Output only the lines below from the one containing "flange_start = 56.0" to the one containing "stop_pin_dia = 4.0", exactly as written, both ends kept.

(DATASET EXCERPTS)
################

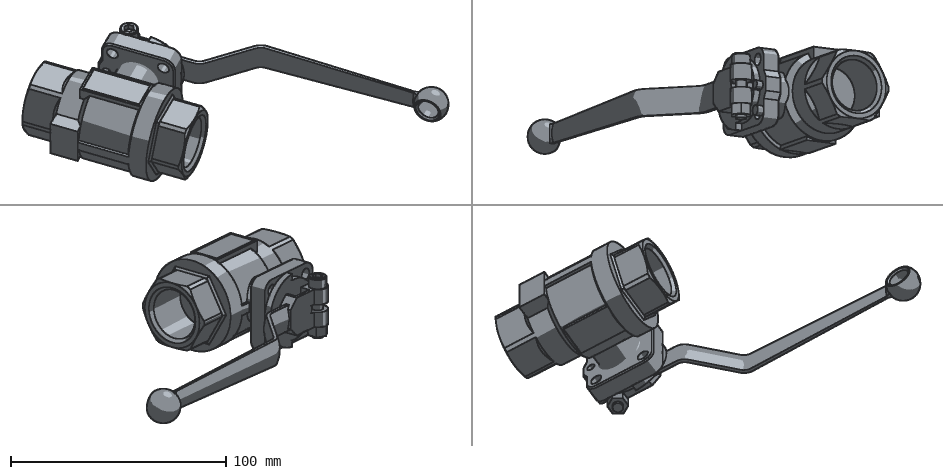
import cadquery as cq
import math


overall_length = 180.0

pipe_length = 80.0
hex_flats = 32.2
hex_round_dia = 36.0
mouth_dia = 32.0
mouth_chamfer = 0.9
bore_dia = 24.1
bore_mouth_dia = 27.3
bore_chamfer = 1.6
bore_depth = 21.6

ring_start = 16.7
ring_end = 27.7
ring_radius = 18.0
ring_bevel = 2.2
barrel_start = 30.4
flange_start = 56.0
flange_end = 64.8
flange_radius = 22.5
panel_radius = 21.0
panel_bevel = 0.9
rib_width = 4.9
hex_root = 1.0

pad_start = 25.5
pad_width = 15.7
pad_top = 22.1
pad_border = 1.0
pad_step = 0.2
lower_pad_start = 31.7
lower_pad_depth = 21.5
block_width = 19.0

stem_x = 39.8
neck_dia = 22.0
neck_fillet = 1.0
plate_bottom = 28.6
plate_top = 37.2
plate_size = 36.7
plate_corner = 5.5
plate_bevel = 0.7
bolt_hole_dia = 5.5
bolt_spacing = 25.5
lug_reach = 1.8
lug_tip_width = 6.8
lug_root_width = 13.7
stop_pin_dia = 4.0
stop_pin_inset = 2.7
stop_hole_depth = 4.5

collar_top = 40.5
collar_radius = 15.1
wing_offset = 1.6
collar_notch_width = 4.7
collar_notch_depth = 6.1
corner_pin_dia = 4.9
corner_pin_offset = 12.2

clamp_top = 47.0
clamp_width = 18.9
clamp_end = 51.0
clamp_end_chamfer = 4.7
clamp_split = 3.8
stem_dia = 10.0
window_top = 45.3
screw_x = 28.5
knuckle_dia = 9.9
screw_y = collar_top + knuckle_dia / 2
screw_head_dia = 8.5
screw_head_height = 5.0
screw_dia = 5.0
screw_head_chamfer = 0.5
socket_size = 5.0
socket_depth = 2.7
nut_height = 5.0
screw_tip = 1.5

lever_start = 47.7
lever_low_y = 43.9
lever_high_y = 65.7
lower_bend_x = 64.5
upper_bend_x = 86.2
bend_radius = 7.2
lever_width = 12.8
lever_thickness = 4.3
lever_tip_width = 9.2
lever_tip_thickness = 2.9
lever_edge_ratio = 0.4
lever_tip_x = 163.2
root_length = 2.5
root_thickness = 6.1
knob_radius = 8.1
knob_x = overall_length - knob_radius
knob_flat = 4.7
knob_bore_dia = 10.0
knob_bore_depth = 4.0
knob_bore_chamfer = 0.9


def box(x_range, y_range, z_range):
    """Box between pairs of limits along the three axes."""
    lows, highs = zip(x_range, y_range, z_range)
    sizes = [high - low for low, high in zip(lows, highs)]
    return cq.Workplane("XY").box(*sizes, centered=False).translate(lows)


def rod(diameter, length, start, direction):
    """Round rod from a start point along a direction."""
    return cq.Workplane(cq.Solid.makeCylinder(diameter / 2, length, cq.Vector(*start), cq.Vector(*direction)))


def turned(points):
    """Solid of revolution about X from (x, radius) points, closed along the axis."""
    profile = [(points[0][0], 0)] + points + [(points[-1][0], 0)]
    return cq.Workplane("XY").polyline(profile).close().revolve(360, (0, 0, 0), (1, 0, 0))


def pipe_hexagon(start, flats):
    """Sketch of the wrench hexagon with flats facing up and down."""
    corners = flats / math.cos(math.pi / 6)
    return cq.Workplane("YZ", origin=(start, 0, 0)).polygon(6, corners)


def wrench_ends():
    hexagon = pipe_hexagon(0, hex_flats).extrude(pipe_length)
    envelope = turned([
        (0, mouth_dia / 2),
        (mouth_chamfer, hex_round_dia / 2),
        (pipe_length - mouth_chamfer, hex_round_dia / 2),
        (pipe_length, mouth_dia / 2),
    ])
    root = pipe_hexagon(flange_end, hex_flats + 2 * hex_root).extrude(hex_root, taper=45)
    return hexagon.intersect(envelope).union(root)


def barrel():
    """Stepped round body; side ribs run flush into the end flange."""
    outer = turned([
        (ring_start - ring_bevel, ring_radius - ring_bevel),
        (ring_start, ring_radius),
        (ring_end, ring_radius),
        (barrel_start, panel_radius),
        (flange_start - panel_bevel, panel_radius),
        (flange_start, flange_radius),
        (flange_end, flange_radius),
    ])
    half_rib = rib_width / 2
    rib_band = box((barrel_start, flange_end), (-flange_radius, flange_radius), (-half_rib, half_rib))
    ribs = turned([(barrel_start, flange_radius), (flange_end, flange_radius)]).intersect(rib_band)
    return outer.union(ribs)


def pads():
    half = pad_width / 2
    upper = box((pad_start, flange_start), (-half, half), (0, pad_top - pad_step))
    inner = half - pad_border
    raised = box((pad_start + pad_border, flange_start - pad_border), (-inner, inner), (0, pad_top))
    lower = box((lower_pad_start, flange_start), (-half, half), (-lower_pad_depth, 0))
    block = box((ring_start, barrel_start), (-flange_radius, 0), (-block_width / 2, block_width / 2))
    return upper.union(raised).union(lower).union(block)


def pipe_bore():
    """Blind bore of the left mouth, widened at its edge."""
    return turned([
        (0, bore_mouth_dia / 2),
        (bore_chamfer, bore_dia / 2),
        (bore_depth, bore_dia / 2),
    ])


def mounting_flange():
    plan = cq.Workplane("XZ", origin=(stem_x, plate_top, 0))
    thickness = plate_top - plate_bottom
    plate = plan.rect(plate_size, plate_size).extrude(thickness).edges("|Y").fillet(plate_corner)
    edge = -plate_size / 2
    lug = (
        plan.moveTo(0, lug_root_width / 2)
        .lineTo(edge, lug_root_width / 2)
        .lineTo(edge - lug_reach, lug_tip_width / 2)
        .lineTo(edge - lug_reach, -lug_tip_width / 2)
        .lineTo(edge, -lug_root_width / 2)
        .lineTo(0, -lug_root_width / 2)
        .close()
        .extrude(thickness)
    )
    plate = plate.union(lug).faces("<Y").chamfer(plate_bevel)
    holes = plan.rect(bolt_spacing, bolt_spacing, forConstruction=True).vertices().circle(bolt_hole_dia / 2)
    pin_x = stem_x - plate_size / 2 + stop_pin_inset
    stop_hole = rod(stop_pin_dia, stop_hole_depth, (pin_x, plate_bottom, 0), (0, 1, 0))
    pin = rod(stop_pin_dia, collar_top - plate_top, (pin_x, plate_top, 0), (0, 1, 0))
    return plate.cut(holes.extrude(thickness)).cut(stop_hole).union(pin)


def neck():
    """Round neck with a concave fillet under the mounting flange."""
    radius = neck_dia / 2
    inset = neck_fillet * (1 - math.sqrt(0.5))
    return (
        cq.Workplane("XY")
        .moveTo(0, 0)
        .lineTo(radius, 0)
        .lineTo(radius, plate_bottom - neck_fillet)
        .threePointArc((radius + inset, plate_bottom - inset), (radius + neck_fillet, plate_bottom))
        .lineTo(0, plate_bottom)
        .close()
        .revolve(360, (0, 0, 0), (0, 1, 0))
        .translate((stem_x, 0, 0))
    )


def collar():
    """Disk stepped out to a wider half disk, with a slot for the stop pin and a separate corner pin."""
    height = collar_top - plate_top
    half = plate_size / 2
    levels = (plate_top, collar_top)
    disk = rod(2 * collar_radius, height, (stem_x, plate_top, 0), (0, 1, 0))
    notch_end = stem_x - collar_radius + collar_notch_depth
    notch = box((stem_x - half, notch_end), levels, (-collar_notch_width / 2, collar_notch_width / 2))
    wing_side = box((stem_x + wing_offset, stem_x + half), levels, (-half, half))
    wing = rod(plate_size, height, (stem_x, plate_top, 0), (0, 1, 0)).intersect(wing_side)
    pin_x = stem_x - half + corner_pin_dia / 2
    corner_pin = rod(corner_pin_dia, height, (pin_x, plate_top, -corner_pin_offset), (0, 1, 0))
    return disk.cut(notch).union(wing).union(corner_pin)


def clamp():
    half = clamp_width / 2
    body = box((screw_x, clamp_end), (collar_top, clamp_top), (-half, half))
    body = body.edges("|Y and >X").chamfer(clamp_end_chamfer)
    knuckle = rod(knuckle_dia, clamp_width, (screw_x, screw_y, -half), (0, 0, 1))
    body = body.union(knuckle)
    split = box(
        (screw_x - knuckle_dia, stem_x),
        (collar_top, screw_y + knuckle_dia),
        (-clamp_split / 2, clamp_split / 2),
    )
    window = box((stem_x - stem_dia / 2, stem_x + stem_dia / 2), (collar_top, window_top), (0, half))
    stem = rod(stem_dia, clamp_top - collar_top, (stem_x, collar_top, 0), (0, 1, 0))
    return body.cut(split).cut(window).union(stem)


def clamp_screw():
    """Socket screw through the clamp knuckles with a hexagon nut below."""
    half = clamp_width / 2
    shank = rod(screw_dia, clamp_width + nut_height + screw_tip, (screw_x, screw_y, half), (0, 0, -1))
    head = rod(screw_head_dia, screw_head_height, (screw_x, screw_y, half), (0, 0, 1))
    head = head.faces(">Z").chamfer(screw_head_chamfer)
    socket = (
        cq.Workplane("XY", origin=(screw_x, screw_y, half + screw_head_height))
        .polygon(6, socket_size)
        .extrude(-socket_depth)
    )
    nut = cq.Workplane("XY").polygon(6, knuckle_dia).extrude(-nut_height).rotate((0, 0, 0), (0, 0, 1), 30)
    nut = nut.translate((screw_x, screw_y, -half))
    return shank.union(head).cut(socket).union(nut)


def lever_section(plane, width, thickness):
    """Flat bar section with crowned faces and narrow straight edges."""
    edge = thickness * lever_edge_ratio / 2
    return (
        plane.moveTo(-edge, -width / 2)
        .lineTo(edge, -width / 2)
        .threePointArc((thickness / 2, 0), (edge, width / 2))
        .lineTo(-edge, width / 2)
        .threePointArc((-thickness / 2, 0), (-edge, -width / 2))
        .close()
    )


def lever():
    rise = lever_high_y - lever_low_y
    slope = math.atan2(rise, upper_bend_x - lower_bend_x)
    setback = bend_radius * math.tan(slope / 2)
    along = (setback * math.cos(slope), setback * math.sin(slope))
    handle_start = upper_bend_x + setback
    path = (
        cq.Workplane("XY")
        .moveTo(lever_start, lever_low_y)
        .lineTo(lower_bend_x - setback, lever_low_y)
        .tangentArcPoint((lower_bend_x + along[0], lever_low_y + along[1]), relative=False)
        .lineTo(upper_bend_x - along[0], lever_high_y - along[1])
        .tangentArcPoint((handle_start, lever_high_y), relative=False)
    )
    start_plane = cq.Workplane("YZ", origin=(lever_start, lever_low_y, 0))
    crank = lever_section(start_plane, lever_width, lever_thickness).sweep(path)
    handle_plane = cq.Workplane("YZ", origin=(handle_start, lever_high_y, 0))
    handle = lever_section(handle_plane, lever_width, lever_thickness)
    handle = handle.workplane(offset=lever_tip_x - handle_start)
    handle = lever_section(handle, lever_tip_width, lever_tip_thickness).loft(ruled=True)
    root_plane = cq.Workplane("YZ", origin=(lever_tip_x, lever_high_y, 0))
    root = lever_section(root_plane, lever_tip_width, lever_tip_thickness).workplane(offset=root_length)
    root = lever_section(root, lever_tip_width, root_thickness).loft(ruled=True)
    return crank.union(handle).union(root)


def knob_ball():
    return cq.Workplane("XY").sphere(knob_radius).translate((knob_x, lever_high_y, 0))


def knob_opening():
    """Everything below the flat of the knob, and the chamfered bore with its round end."""
    flat_y = lever_high_y - knob_flat
    below = box(
        (knob_x - knob_radius, knob_x + knob_radius),
        (flat_y - knob_radius, flat_y),
        (-knob_radius, knob_radius),
    )
    bore = rod(knob_bore_dia, knob_bore_depth, (knob_x, flat_y, 0), (0, 1, 0))
    bore_end = cq.Workplane("XY").sphere(knob_bore_dia / 2).translate((knob_x, flat_y + knob_bore_depth, 0))
    countersink = cq.Workplane(
        cq.Solid.makeCone(
            knob_bore_dia / 2 + knob_bore_chamfer,
            knob_bore_dia / 2,
            knob_bore_chamfer,
            cq.Vector(knob_x, flat_y, 0),
            cq.Vector(0, 1, 0),
        )
    )
    return below, bore.union(bore_end).union(countersink)


body = wrench_ends().union(barrel()).union(pads()).union(neck())
left_bore = pipe_bore()
body = body.cut(left_bore)
body = body.cut(left_bore.mirror("YZ").translate((pipe_length, 0, 0)))

knob_floor, knob_bore = knob_opening()
handle = lever().union(knob_ball().cut(knob_floor)).cut(knob_bore)

result = body
for piece in (mounting_flange(), collar(), clamp(), clamp_screw(), handle):
    result = result.union(piece)

################

(RESPONSE TO THIS TASK)
flange_start = 56.0
flange_end = 64.8
flange_radius = 22.5
panel_radius = 21.0
panel_bevel = 0.9
rib_width = 4.9
hex_root = 1.0

pad_start = 25.5
pad_width = 15.7
pad_top = 22.1
pad_border = 1.0
pad_step = 0.2
lower_pad_start = 31.7
lower_pad_depth = 21.5
block_width = 19.0

stem_x = 39.8
neck_dia = 22.0
neck_fillet = 1.0
plate_bottom = 28.6
plate_top = 37.2
plate_size = 36.7
plate_corner = 5.5
plate_bevel = 0.7
bolt_hole_dia = 5.5
bolt_spacing = 25.5
lug_reach = 1.8
lug_tip_width = 6.8
lug_root_width = 13.7
stop_pin_dia = 4.0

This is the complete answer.